Letters 55:3, A.D. 396

“Wherever there is fornication and a suspicion of fornication, a wife is freely dismissed. Because it is always possible that someone may calumniate the innocent and, for the sake of a second joining in marriage, act in criminal fashion against the first, it is commanded that when the first wife is dismissed, a second may not be taken while the first lives.”
Commentaries on Matthew 3:19:9, A.D. 398

Pope Innocent I

“[T]he practice is observed by all of regarding as an adulteress a woman who marries a second time while her husband yet lives, and permission to do penance is not granted her until one of them is dead.”
Letters 2:13:15, A.D. 408

Augustine

“Neither can it rightly be held that a husband who dismisses his wife because of fornication and marries another does not commit adultery. For there is also adultery on the part of those who, after the repudiation of their former wives because of fornication, marry others. This adultery, nevertheless, is certainly less serious than that of men who dismiss their wives for reasons other than fornication and take other wives. Therefore, when we say: ‘Whoever marries a woman dismissed by her husband for reason other than fornication commits adultery,’ undoubtedly we speak the truth. But we do not thereby acquit of this crime the man who marries a woman who was dismissed because of fornication. We do not doubt in the least that both are adulterers. We do indeed pronounce him an adulterer who dismissed his wife for cause other than fornication and marries another, nor do we thereby defend from the taint of this sin the man who dismissed his wife because of fornication and marries another. We recognize that both are adulterers, though the sin of one is more grave than that of the other. No one is so unreasonable to say that a man who marries a woman whose husband has dismissed her because of fornication is not an adulterer, while maintaining that a man who marries a woman dismissed without the ground of fornication is an adulterer. Both of these men are guilty of adultery.”
Adulterous Marriages 1:9:9, A.D. 419

“A woman begins to be the wife of no later husband unless she has ceased to be the wife of a former one. She will cease to be the wife of a former one, however, if that husband should die, not if he commit fornication. A spouse, therefore, is lawfully dismissed for cause of fornication; but the bond of chastity remains. That is why a man is guilty of adultery if he marries a woman who has been dismissed even for this very reason of fornication.”
ibid., 2:4:4

“Undoubtedly the substance of the sacrament is of this bond, so that when man and woman have been joined in marriage they must continue inseparably as long as they live, nor is it allowed for one spouse to be separated from the other except for cause of fornication.
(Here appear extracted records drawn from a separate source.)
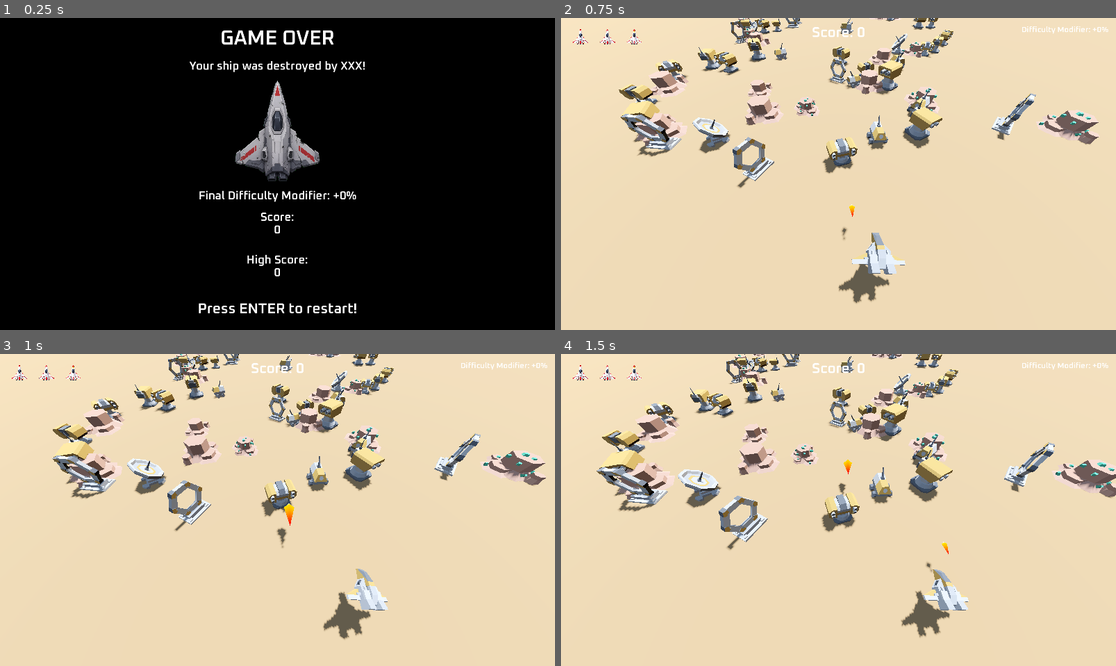
Above: before the commit, frames 1-4 (two rows, left to right).
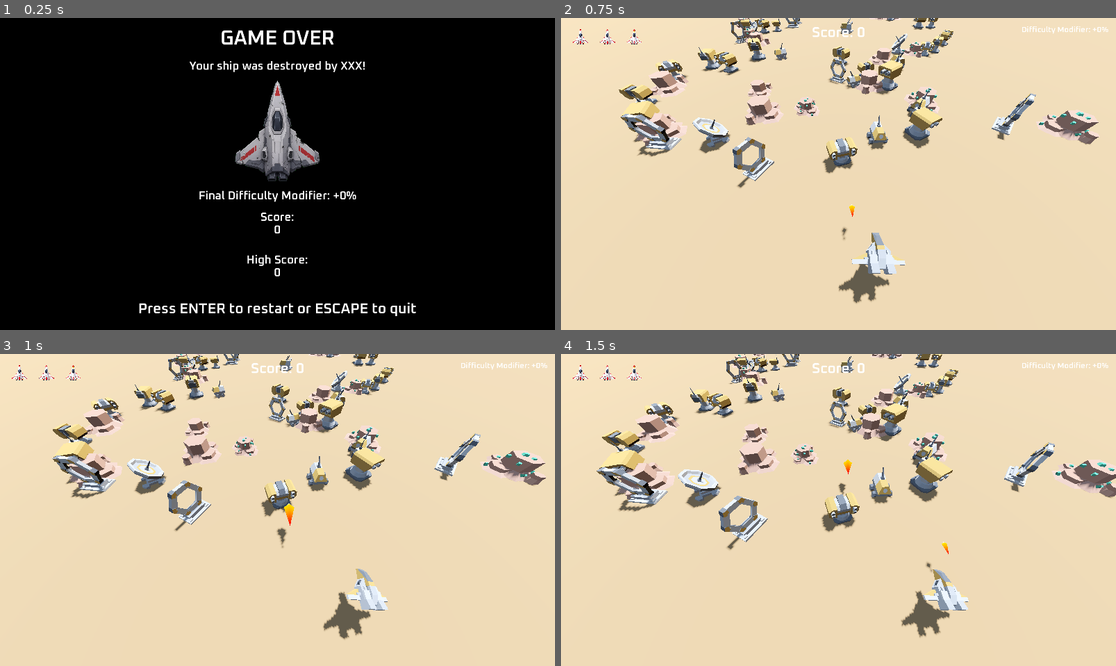
Above: after the commit, the same moments.

Repository: Stone-keep/3d_space_shooter
Game: Godot game, scene res://scenes/game_over.tscn
The game is run twice, just before and just after one commit, with the same random seed, the same clock (stepped at 60 frames per second) and the same inputs. This scene is started directly instead of the project's main scene.
Inputs:
- Up to frame 1 (0.25 s): no input
- Up to frame 2 (0.75 s): tap Enter (restart) at 0.5 s; hold D (right) from 0.53 s (still down); tap Space (shoot) at 0.6 s
- Up to frame 3 (1 s): keep holding D (right)
- Up to frame 4 (1.5 s): release D (right) at 1.28 s; hold A (left) from 1.28 s (still down); tap Space (shoot) at 1.35 s

The runs differ from the first frame. In frame 1, 0.9% of the frame differs, in the area x 25-75%, y 91-96%; in frame 2, nothing differs; in frame 3, nothing differs; in frame 4, nothing differs.

Commit message:
Improve transition to game over screen

Diff:
--- a/project.godot
+++ b/project.godot
@@ -65,6 +65,11 @@
 "events": [Object(InputEventKey,"resource_local_to_scene":false,"resource_name":"","device":-1,"window_id":0,"alt_press …(195 unchanged characters)…
 ]
 }
+quit={
+"deadzone": 0.2,
+"events": [Object(InputEventKey,"resource_local_to_scene":false,"resource_name":"","device":-1,"window_id":0,"alt_pressed":false,"shift_pressed":false,"ctrl_pressed":false,"meta_pressed":false,"pressed":false,"keycode":0,"physical_keycode":4194305,"key_label":0,"unicode":0,"location":0,"echo":false,"script":null)
+]
+}
 
 [layer_names]
 
--- a/scenes/game_over.gd
+++ b/scenes/game_over.gd
@@ -13,3 +13,5 @@
 func _process(_delta: float) -> void:
 	if Input.is_action_just_pressed("restart"):
 		get_tree().change_scene_to_file("res://scenes/game.tscn")
+	elif Input.is_action_just_pressed("quit"):
+		get_tree().quit()
--- a/scenes/game_over.tscn
+++ b/scenes/game_over.tscn
@@ -89,5 +89,5 @@
 size_flags_vertical = 6
 theme_override_fonts/font = ExtResource("1_wqhvx")
 theme_override_font_sizes/font_size = 50
-text = "Press ENTER to restart!"
+text = "Press ENTER to restart or ESCAPE to quit"
 horizontal_alignment = 1
--- a/scenes/scripts/game.gd
+++ b/scenes/scripts/game.gd
@@ -12,6 +12,8 @@
 
 var score := 0
 const DIFFICULTY_MULTIPLIER := 1.2
+const GAME_OVER_DELAY := 1.0
+var game_ending := false
 
 func _ready() -> void:
 	spawn_obstacles(30, 60, game_size["front"], game_size["back"])
@@ -19,20 +21,28 @@
 	$HUD/Control.update_difficulty(Global.difficulty)
 
 func _on_player_shoot_laser(pos: Vector3) -> void:
+	if game_ending:
+		return
 	var laser = laser_scene.instantiate()
 	$Lasers.add_child(laser)
 	laser.global_position = pos + Vector3(0, 0, -1.2)
 
 func _on_meteor_timer_timeout() -> void:
+	if game_ending:
+		return
 	var meteor = meteor_scene.instantiate()
 	$Meteors.add_child(meteor)
 	meteor.add_score.connect(_on_meteor_scored)
 
 func _on_meteor_scored(points: int) -> void:
+	if game_ending:
+		return
 	score += round(points * Global.difficulty)
 	$HUD/ScoreLabel.text = "Score: %s" % score
 
 func spawn_obstacles(amount_min: int, amount_max: int, z_min: float, z_max: float):
+	if game_ending:
+		return
 	for i in randi_range(amount_min, amount_max):
 		var obstacle = obstacle_scene.instantiate()
 		$Obstacles.add_child(obstacle)
@@ -44,12 +54,29 @@
 func _on_obstacle_timer_timeout() -> void:
 	spawn_obstacles(3, 6, game_size["back"], game_size["back"] - 10)
 
-func trigger_game_end(destroyed_by_what: String):
+func trigger_game_end(destroyed_by_what: String) -> void:
+	if game_ending:
+		return
+
+	game_ending = true
 	Global.last_score = score
 	Global.destroyed_by_what = destroyed_by_what
 	if score >= Global.high_score:
 		Global.high_score = score
+
+	stop_gameplay()
+	await $Player.play_game_over_animation()
+	await get_tree().create_timer(GAME_OVER_DELAY).timeout
 	get_tree().change_scene_to_file("res://scenes/game_over.tscn")
+
+func stop_gameplay() -> void:
+	for timer in $Timers.get_children():
+		timer.stop()
+
+	for group_name in ["meteors", "obstacles", "lasers"]:
+		for node in get_tree().get_nodes_in_group(group_name):
+			if node.has_method("stop_moving"):
+				node.stop_moving()
 
 func _on_player_lose_health(health: int, destroyed_by_what: String) -> void:
 	if health == 2:
@@ -57,10 +84,13 @@
 	elif health == 1:
 		$HUD/Control/HBoxContainer/HealthIcon2.texture = load("res://graphics/ui/ship_health_lost_v4.png")
 	elif health <= 0:
-		trigger_game_end(destroyed_by_what)
+		$HUD/Control/HBoxContainer/HealthIcon1.texture = load("res://graphics/ui/ship_health_lost_v4.png")
+		await trigger_game_end(destroyed_by_what)
 
 
 func _on_difficulty_timer_timeout() -> void:
+	if game_ending:
+		return
 	Global.difficulty *= DIFFICULTY_MULTIPLIER
 	$Timers/MeteorTimer.wait_time /= DIFFICULTY_MULTIPLIER
 	$Timers/MeteorTimer.start()
--- a/scenes/scripts/laser.gd
+++ b/scenes/scripts/laser.gd
@@ -33,3 +33,6 @@
 	flash()
 	await get_tree().create_timer(0.3).timeout
 	queue_free()
+
+func stop_moving() -> void:
+	can_move = false
--- a/scenes/scripts/meteor.gd
+++ b/scenes/scripts/meteor.gd
@@ -36,6 +36,9 @@
 		position.x += drift_x * delta
 		rotation += random_rotation_speed * delta
 
+func stop_moving() -> void:
+	can_move = false
+
 func _on_area_entered(area: Area3D) -> void:
 	if area.is_in_group("lasers"):
 		can_move = false
--- a/scenes/scripts/obstacle.gd
+++ b/scenes/scripts/obstacle.gd
@@ -2,6 +2,7 @@
 
 const SPEED := 3
 var random_scale: float
+var can_move := true
 
 @onready var meshes := $Meshes.get_children()
 @onready var collision_shapes := {
@@ -30,12 +31,16 @@
 	collision_shapes[visible_mesh.name].disabled = false
 
 func _physics_process(delta: float) -> void:
-	position.z += SPEED * delta
+	if can_move:
+		position.z += SPEED * delta
 
 func set_xz_position(x: float, z: float):
 	position.x = x
 	position.z = z
 
+func stop_moving() -> void:
+	can_move = false
+
 func _on_body_entered(body: Node3D) -> void:
 	if body.is_in_group("player"):
 		body.got_hit("obstacle")
--- a/scenes/scripts/player.gd
+++ b/scenes/scripts/player.gd
@@ -5,6 +5,7 @@
 var health := 3
 
 var can_shoot := true
+var can_control := true
 var invulnerable := false
 
 signal shoot_laser(pos: Vector3)
@@ -16,6 +17,11 @@
 	flash_invulnerability()
 
 func _physics_process(delta: float) -> void:
+	if not can_control:
+		velocity = Vector3.ZERO
+		move_and_slide()
+		return
+
 	direction = Input.get_axis("left", "right")
 	velocity.x = direction * SPEED
 	$craft_speederC.rotation.z = move_toward($craft_speederC.rotation.z, -0.5 * direction, delta)
@@ -48,7 +54,24 @@
 		$CollisionSound.play()
 		health -= 1
 		lose_health.emit(health, destroyed_by_what)
-		flash_invulnerability()
+		if health > 0:
+			flash_invulnerability()
 
 func _on_invulnerability_timer_timeout() -> void:
 	invulnerable = false
+
+func stop_for_game_over() -> void:
+	can_control = false
+	can_shoot = false
+	velocity = Vector3.ZERO
+	$ShootCooldown.stop()
+	$InvulnerabilityTimer.stop()
+
+func play_game_over_animation() -> void:
+	stop_for_game_over()
+	var tween := create_tween()
+	tween.set_parallel()
+	tween.tween_property($craft_speederC, "scale", Vector3.ONE * 1.45, 0.25)
+	tween.tween_property($craft_speederC, "transparency", 1.0, 0.45)
+	tween.tween_property($craft_speederC, "rotation:z", $craft_speederC.rotation.z + 1.5, 0.45)
+	await tween.finished

For this is preserved in the case of Christ and the Church, so that, as a living one with a living one, there is no divorce, no separation forever.”
Marriage and Concupiscence 1:10:11, A.D. 419

“In marriage, however, let the blessings of marriage be loved: offspring, fidelity, and the sacramental bond. Offspring, not so much because it may be born, but because it can be reborn; for it is born to punishment unless it be reborn to life. Fidelity, but not such as even the unbelievers have among themselves, ardent as they are for the flesh … The sacramental bond, which they lose neither through separation nor through adultery, this the spouses should guard chastely and harmoniously.”